Which pocket of Bur Dubai will you be working in? If you are closer to the creek near the consulates area, there are some buildings (regular rentals) there too. Otherwise, the area behind Burjuman Mall is good and safe, they are mostly serviced apartments though. The Winchester Grand is newish, only free internet in the lobby, but the cheapest would still be around 100 bucks a night on average. My suggestion is if possible, go in person to check out all the buildings in the area (a bit too hot to walk around there now), check out the apartment, if you like it, then negotiate your monthly rental rate with the manager, it will be a lot cheaper than their advertised "rack rate". 
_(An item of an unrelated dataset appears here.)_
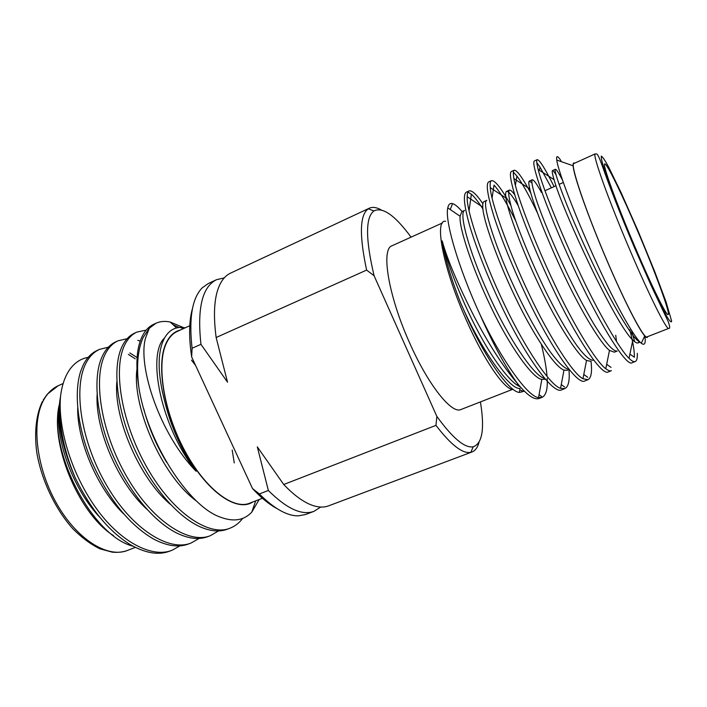 <?xml version="1.0" encoding="UTF-8"?>
<svg xmlns="http://www.w3.org/2000/svg" width="707" height="707" viewBox="0 0 707 707"><rect width="100%" height="100%" fill="white"/><g stroke="black" fill="none" stroke-linecap="round" stroke-linejoin="round"><path stroke-width="1.06" d="M547.183 378.333C547.784 389.097 546.051 395.452 541.977 397.387L539.149 398.474C534.351 400.242 527.068 395.178 517.277 383.291C503.198 366.703 488.917 344.592 474.415 316.975C458.021 284.815 447.275 259.451 442.175 240.893C446.382 261.449 461.211 299.361 476.721 328.958C493.15 360.393 511.117 383.574 520.122 386.649M541.977 397.387L538.54 397.564C528.235 397.122 501.705 360.446 480.3 315.242C458.339 267.856 444.597 220.266 447.778 207.876C448.503 204.367 450.094 202.944 452.551 203.616C455.061 204.341 458.242 206.983 462.086 211.552M445.675 221.291C433.851 218.94 442.98 267.838 466.019 319.431C483.88 360.27 504.913 390.494 513.238 389.46M460.743 303.188C480.168 348.206 509.623 390.237 520.052 388.382L519.345 392.465C509.332 391.722 486.716 360.234 467.707 318.937L460.743 303.188C450.925 278.178 444.738 257.419 442.175 240.893M637.272 353.332C637.52 358.113 636.83 360.853 635.195 361.551C633.746 362.072 631.687 360.977 629.018 358.29C620.242 350.195 598.679 313.316 580.138 273.538C560.28 231.684 541.659 184.863 538.195 169.512C536.64 163.432 536.313 160.153 537.223 159.667C539.591 159.782 545.212 168.761 554.094 186.613M629.778 329.718C632.977 341.843 634.515 351.008 634.382 357.229L629.893 354.127M635.195 361.551L632.199 362.709C626.941 367.472 601.639 327.456 576.921 274.882C562.905 244.976 551.54 218.233 542.808 194.646C535.358 173.613 532.53 162.389 534.324 160.993L537.223 159.667M631.36 330.142L634.718 341.72M514.192 170.219L511.338 171.536C508.96 173.197 511.241 184.571 518.196 205.649C526.415 229.245 537.497 255.881 551.433 285.531C576.019 337.663 602.196 376.955 608.435 371.838L611.387 370.707C609.973 371.228 608.1 370.565 605.775 368.727C596.681 362.47 573.854 325.414 554.597 284.205C533.988 241.025 515.916 193.091 513.945 178.615C513.026 173.56 513.105 170.767 514.192 170.219C516.95 170.016 522.517 177.713 530.895 193.303M591.008 361.259C592.272 371.917 591.238 378.068 587.924 379.721L582.957 378.731C573.501 374.365 549.427 337.301 529.455 294.713C508.103 250.243 490.702 201.292 490.287 187.691C489.898 183.564 490.296 181.204 491.489 180.63C494.988 180.179 501.422 188.389 510.79 205.251M587.924 379.721L585.016 380.843C577.822 386.296 550.788 347.711 526.335 296.012C512.478 266.61 501.678 240.097 493.954 216.475C487.485 195.371 485.727 183.855 488.678 181.92L491.489 180.63M568.949 369.858C569.877 380.569 568.49 386.817 564.787 388.62L560.545 388.337C550.682 385.898 525.372 348.984 504.701 305.053C482.616 259.336 466.01 209.422 467.212 196.749C467.239 193.435 467.866 191.482 469.112 190.899C471.984 190.165 476.58 194.434 482.872 203.696M564.787 388.62L561.915 389.716C553.802 395.505 525.955 357.609 501.625 306.334C487.839 277.171 477.322 250.773 470.084 227.15C464.075 206.011 462.829 194.354 466.337 192.171L469.112 190.899M536.799 162.654L539.971 167.064L551.372 187.832M513.344 172.181L516.888 176.043C522.013 182.698 528.854 194.982 537.417 212.895M492.099 197.933L494.025 185.093C499.478 191.014 506.698 202.936 515.677 220.858M467.981 192.101L471.383 194.204C474.627 197.103 478.48 202.034 482.943 209.007M647.683 336.62C647.4 338.017 646.419 337.769 644.749 335.887C638.995 329.674 623.106 298.319 606.933 260.494C588.401 217.438 573.483 175.097 573.138 165.783C572.962 163.264 573.465 162.398 574.667 163.167M644.925 336.09L645.155 338.22C645.615 343.894 644.324 345.564 641.302 343.24C634.479 338.008 616.142 305.557 597.662 265.24C575.719 217.783 557.903 170.634 556.771 160.065C556.109 155.293 557.514 155.513 560.987 160.71M595.241 153.861L573.925 163.503C569.665 163.29 585.202 209.926 606.959 260.423C626.225 305.521 644.227 339.351 646.932 336.912L668.716 328.41C666.825 330.54 649.53 296.153 630.184 250.702C608.382 199.798 591.847 153.233 595.241 153.861C596.796 154.824 596.69 150.238 602.373 166.092C608.055 182.459 620.826 215.741 634.806 248.431L651.306 285.92L668.212 321.632C669.98 326.51 670.148 328.764 668.716 328.41M638.067 232.011C622.46 195.238 606.694 162.672 604.724 163.944C601.966 163.397 616.46 203.616 635.151 247.326C651.766 286.388 666.621 316.338 668.142 314.58C670.704 314.085 655.38 272.548 638.067 232.011M517.559 383.636L517.171 385.103M442.405 222.979L392.04 245.753C380.764 248.891 388.355 295.888 409.653 342.957C428.248 385.121 451.791 414.364 460.973 409.512L512.469 389.407M153.56 324.363C148.956 326.519 145.235 330.381 142.399 335.958L141.347 338.22C136.442 349.691 135.594 365.952 138.819 387.021C136.248 365.873 137.724 349.32 143.238 337.354L149.301 328.225L155.964 323.249L153.56 324.354M146.19 330.116L136.858 332.087C131.467 334.623 127.225 339.307 124.158 346.121C113.032 370.406 121.71 423.926 147.639 468.6C172.8 512.69 209.033 537.037 229.996 528.2C234.963 526.282 239.196 523.003 242.704 518.381M136.858 332.087L134.489 333.183C129.072 335.737 124.812 340.421 121.719 347.243L121.604 347.49C112.705 367.216 116.363 406.737 132.545 444.615C149.389 483.721 175.539 515.403 199.586 526.582C210.271 531.355 219.585 532.203 227.539 529.136L229.996 528.2M127.136 338.706L117.998 340.809C112.422 343.434 108.012 348.171 104.76 355.038C92.997 379.482 101.128 432.825 127.03 477.101C152.146 520.812 188.884 544.699 210.456 535.641L218.534 530.913M117.998 340.809L115.656 341.888C110.062 344.521 105.626 349.276 102.356 356.142L101.083 359.103C93.032 379.73 96.762 417.342 112.033 453.293C127.994 490.393 152.632 520.679 176.255 532.804C188.442 538.787 199.038 540.042 208.035 536.56L210.456 535.641M108.339 347.199L99.395 349.417C93.642 352.121 89.055 356.92 85.635 363.822C73.254 388.435 80.854 441.592 106.713 485.488C131.794 528.818 169.008 552.247 191.182 542.976L199.18 538.416M99.395 349.417L97.08 350.478C91.309 353.2 86.705 358.007 83.258 364.918L80.801 370.91C73.643 392.217 77.443 427.815 91.813 461.848C108.251 498.55 128.639 524.17 152.977 538.716C166.737 546.087 178.677 547.81 188.787 543.886L191.182 542.976M183.246 327.5L170.272 322.065C165.067 320.907 160.303 321.305 155.964 323.249M179.118 327.509L173.056 324.672M234.256 462.952L232.188 450.05M195.618 365.492L191.5 360.128M140.225 341.154L137.821 340.314M137.105 357.583L129.841 352.943M135.214 358.82L128.374 354.375M113.544 535.641C79.909 514.767 50.957 447.372 58.708 407.806M133.119 546.219C92.82 536.578 48.173 451.322 59.176 405.04M60.44 397.087C56.357 419.004 61.253 445.834 75.136 477.579C62.764 447.867 57.894 420.798 60.528 396.371C61.686 386.985 64.037 379.164 67.58 372.925L69.463 369.92C74.429 362.832 80.669 358.652 88.154 357.38M180.373 330.019C174.055 331.548 169.185 336.178 165.756 343.911C155.849 365.926 164.413 415.062 186.303 453.921C208.097 492.92 237.305 512.292 252.779 501.997M185.278 327.783L180.435 327.412C173.622 327.668 168.257 331.318 164.333 338.353L162.31 342.904C157.449 356.735 158.191 375.965 164.51 400.577C170.82 426.586 181.354 450.147 196.113 471.269C159.667 434.107 137.458 365.97 145.554 338.026L149.301 328.225M138.819 387.021C146.596 440.488 188 506.185 220.504 517.197C233.61 522.093 244.03 520.405 251.772 512.124L259.195 499.513M263.393 497.887L249.58 503.234C233.151 510.056 204.827 488.475 184.439 450.147C163.971 411.925 156.441 365.439 165.951 344.176C168.708 337.866 172.473 333.616 177.263 331.442L189.776 325.724M60.528 396.371C57.656 428.866 72.043 475.254 97 509.402C121.012 542.472 152.544 558.371 172.155 550.223L180.082 545.813M75.136 477.579C90.187 508.633 108.392 530.869 129.735 544.284C145.129 553.219 158.483 555.499 169.795 551.115L172.155 550.223M59.185 406.684C54.439 438.278 72.971 489.438 100.253 517.789M77.69 407.912C77.125 440.912 97.76 488.935 123.637 513.865M97.106 394.665C95.127 429.414 118.502 483.853 147.012 509.358M116.858 381.762C113.429 417.687 139.553 478.666 170.431 504.391M136.946 369.125C131.82 406.799 162.725 477.11 196.67 501.175M164.59 337.893C146.508 354.463 161.019 427.399 196.113 471.269M143.707 408.681C148.417 426.931 156.079 444.827 166.693 462.387M162.256 391.218L164.51 400.577M544.823 379.252L541.827 379.403C532.654 378.413 509.765 346.395 491.179 307.474C472.223 268.368 458.816 227.274 460.089 216.245L461.848 211.658L464.605 210.412C458.79 212.392 467.937 248.873 488.625 294.333C507.759 337.389 534.607 377.317 544.646 378.272M567.659 370.353L563.992 370.097C555.198 367.393 533.334 335.136 515.323 297.276C496.941 259.213 482.881 218.931 482.775 207.169C482.581 203.952 482.996 202.096 484.021 201.61L486.814 200.346C481.617 201.822 492.567 240.521 514.281 287.289C525.61 311.84 539.45 336.832 550.824 352.616C558.875 363.336 565.008 368.957 569.223 369.478M514.669 194.681L514.06 193.877C511.868 191.031 510.295 189.794 509.349 190.139C507.9 191.756 508.854 198.437 512.195 210.191C517.285 226.956 528.173 254.069 540.369 280.193C552.211 305.504 566.413 331.026 577.204 345.997C584.751 356.098 590.265 360.835 593.747 360.19M593.482 329.692L593.341 329.091M541.447 192.277L537.002 184.836C534.633 181.204 533.034 179.525 532.203 179.79C531.16 181.222 532.495 187.779 536.198 199.471C541.765 216.174 553.024 243.376 565.326 269.694C574.623 289.428 583.991 307.315 593.438 323.338C605.307 342.665 613.252 351.892 617.282 351.026L614.321 352.174L609.487 350.425L605.775 368.727M562.48 180.055L560.183 175.831C557.646 171.324 556.047 169.141 555.384 169.282C552.945 169.6 566.263 206.709 588.304 253.937C608.877 298.858 633.295 340.712 639.649 341.658M517.277 383.291C505.646 367.198 493.318 344.521 480.283 315.251M541.341 344.415C544.47 357.15 546.37 367.817 547.059 376.407M518.213 205.702C512.487 195.857 508.58 191.102 506.512 191.429C505.567 191.889 505.39 194.098 505.991 198.04C507.405 210.483 522.049 249.925 539.839 286.901C557.249 323.673 578.123 356.089 586.536 360.446L590.822 361.33M531.805 182.813L529.331 181.089C528.509 181.513 528.65 184.112 529.755 188.875C532.406 201.963 547.545 240.504 564.716 276.357C581.534 311.99 601.401 344.459 609.487 350.425M616.522 341.534L615.717 335.268M556.135 175.027C554.253 171.907 553.024 170.44 552.467 170.608C551.84 170.97 552.37 173.993 554.076 179.666C561.65 208.583 616.089 325.821 632.845 340.023C635.142 342.382 636.91 343.337 638.147 342.895L639.349 341.534M519.345 392.465L523.463 391.448L519.795 389.884M517.497 385.306L517.824 383.963M411.059 237.154C395.027 215.361 382.646 206.63 373.923 210.951C365.395 217.349 365.448 238.939 374.083 275.73L436.864 416.414C452.701 438.207 464.817 448.335 473.204 446.789C482.395 443.572 484.799 428.619 480.415 401.921M479.019 442.37C477.632 447.478 475.281 450.686 471.984 451.985L470.809 452.33C462.687 454.018 451.075 445.03 435.963 425.367L283.728 484.498C295.022 496.279 305.3 503.455 314.562 506.035C319.794 507.467 324.442 507.414 328.499 505.885L471.984 451.985M373.923 210.951L368.285 208.795C359.748 214.822 359.191 235.254 366.624 270.092L216.139 337.513C212.887 312.715 214.398 294.545 220.672 283.003C223.306 278.258 226.593 274.97 230.526 273.141L369.354 208.194C372.589 206.744 376.522 207.31 381.153 209.882M368.285 208.795L369.354 208.194M320.722 507.052L313.961 511.347C301.96 515.739 286.759 508.784 268.36 490.472L257.304 446.851L283.728 484.498M216.139 337.513L227.53 382.195L200.956 344.309C197.05 308.358 202.22 286.83 216.457 279.725L224.243 277.886M313.961 511.347L305.459 514.537L298.327 515.854C287.166 516.013 274.175 508.713 259.372 493.954L268.36 490.472M216.457 279.725L208.229 283.569L202.308 287.749C192.145 298.062 188.734 318.238 192.083 348.286L200.956 344.309M276.711 508.421C269.005 504.294 260.936 497.657 252.496 488.537L191.659 356.929C188.689 336.912 188.963 320.739 192.507 308.411M436.864 416.414L435.963 425.367M366.624 270.092L374.083 275.73M191.659 356.929L192.083 348.286M259.372 493.954L252.496 488.537M634.983 248.237L616.08 201.955L604.573 170.422C602.055 162.398 600.977 157.634 601.348 156.114C602.647 156.848 605.095 160.524 608.683 167.135L621.206 192.87L638.2 231.33L654.709 271.585L666.074 301.942L671.65 321.181C671.394 322.94 669.768 321.332 666.754 316.347L654.267 291.54L634.983 248.237M63.144 383.503L58.133 385.783C52.398 388.408 47.669 392.977 43.94 399.508C31.152 421.558 35.96 466.991 56.392 503.137C76.71 539.397 107.703 558.512 127.446 550.444C122.983 552.096 117.901 552.671 112.219 552.158L99.943 548.826C90.991 544.496 81.968 537.824 72.874 528.792C55.173 509.067 41.368 479.912 36.737 452.224C34.095 431.791 36.322 414.028 42.429 401.47M450.235 209.555L452.551 203.616M644.749 335.887L641.302 343.24M541.244 192.366L541.88 192.083M544.973 190.704L556.029 185.747M559.078 184.386L563.32 182.486M135.364 547.386L127.446 550.444M255.687 500.874L251.772 512.124M183.219 328.72L180.435 327.412M176.556 327.968L170.272 322.065M43.286 399.915L47.289 394.206L58.133 385.783M539.061 394.665L541.615 396.565M469.068 210.651L471.383 194.204M561.252 384.581L564.654 387.056M583.788 374.471L587.791 377.335M514.06 193.877L514.183 193.064M515.43 185.252L516.888 176.043M606.668 364.326L611.034 367.393M539.432 170.299L539.971 167.064M560.183 175.831L560.492 174.063M644.015 337.442L645.155 338.22M573.138 165.783L556.771 160.065M509.349 190.139L506.512 191.429M532.203 179.79L529.331 181.089M555.384 169.282L552.467 170.608M640.1 342.135L638.147 342.895M629.018 358.29L632.845 340.023M460.089 216.245L447.778 207.876M541.827 379.403L538.54 397.573M482.775 207.169L467.212 196.749M563.992 370.097L560.545 388.337M505.991 198.04L490.287 187.691M586.536 360.446L582.957 378.731M529.755 188.875L513.945 178.615M554.076 179.666L538.195 169.512M473.204 446.789L470.809 452.33"/></g></svg>

The key point is try to find newer buildings so that you don't have to worry about things falling apart or smelling moldy. There is a newish (~2 years) rental apartment building behind Burjuman Mall, parallel to Bank Street, next to Habib bank in the back if I remember, and a 1 bedroom was going for ~70k the last I checked when it first opened, so it's probably more now. Most places will not have gym facilities, if they do, usually it's quite a sad minimal set up, so a lot of people go to Fitness First in Burjuman Mall. I avoid that place like a plague after office hours (and before dinner) because it is jam-packed and stinks to high heaven! 

If you are a foodie or rely on the metro, living around the Burjuman area is convenient. As someone pointed out, you are not really "living local", you just live outside of the western bubbles  Easy walk to Karama with lots of relatively inexpensive restaurants and multi international food like different regional Indian cuisines, Indonesian, Sri Lankan, Ethiopian, Pilipino, Pakistani, the list goes on. The traffic jam/traffic lights on Trade Center Road can be really frustrating at peak time while trying to access SZR, but it's do-able. 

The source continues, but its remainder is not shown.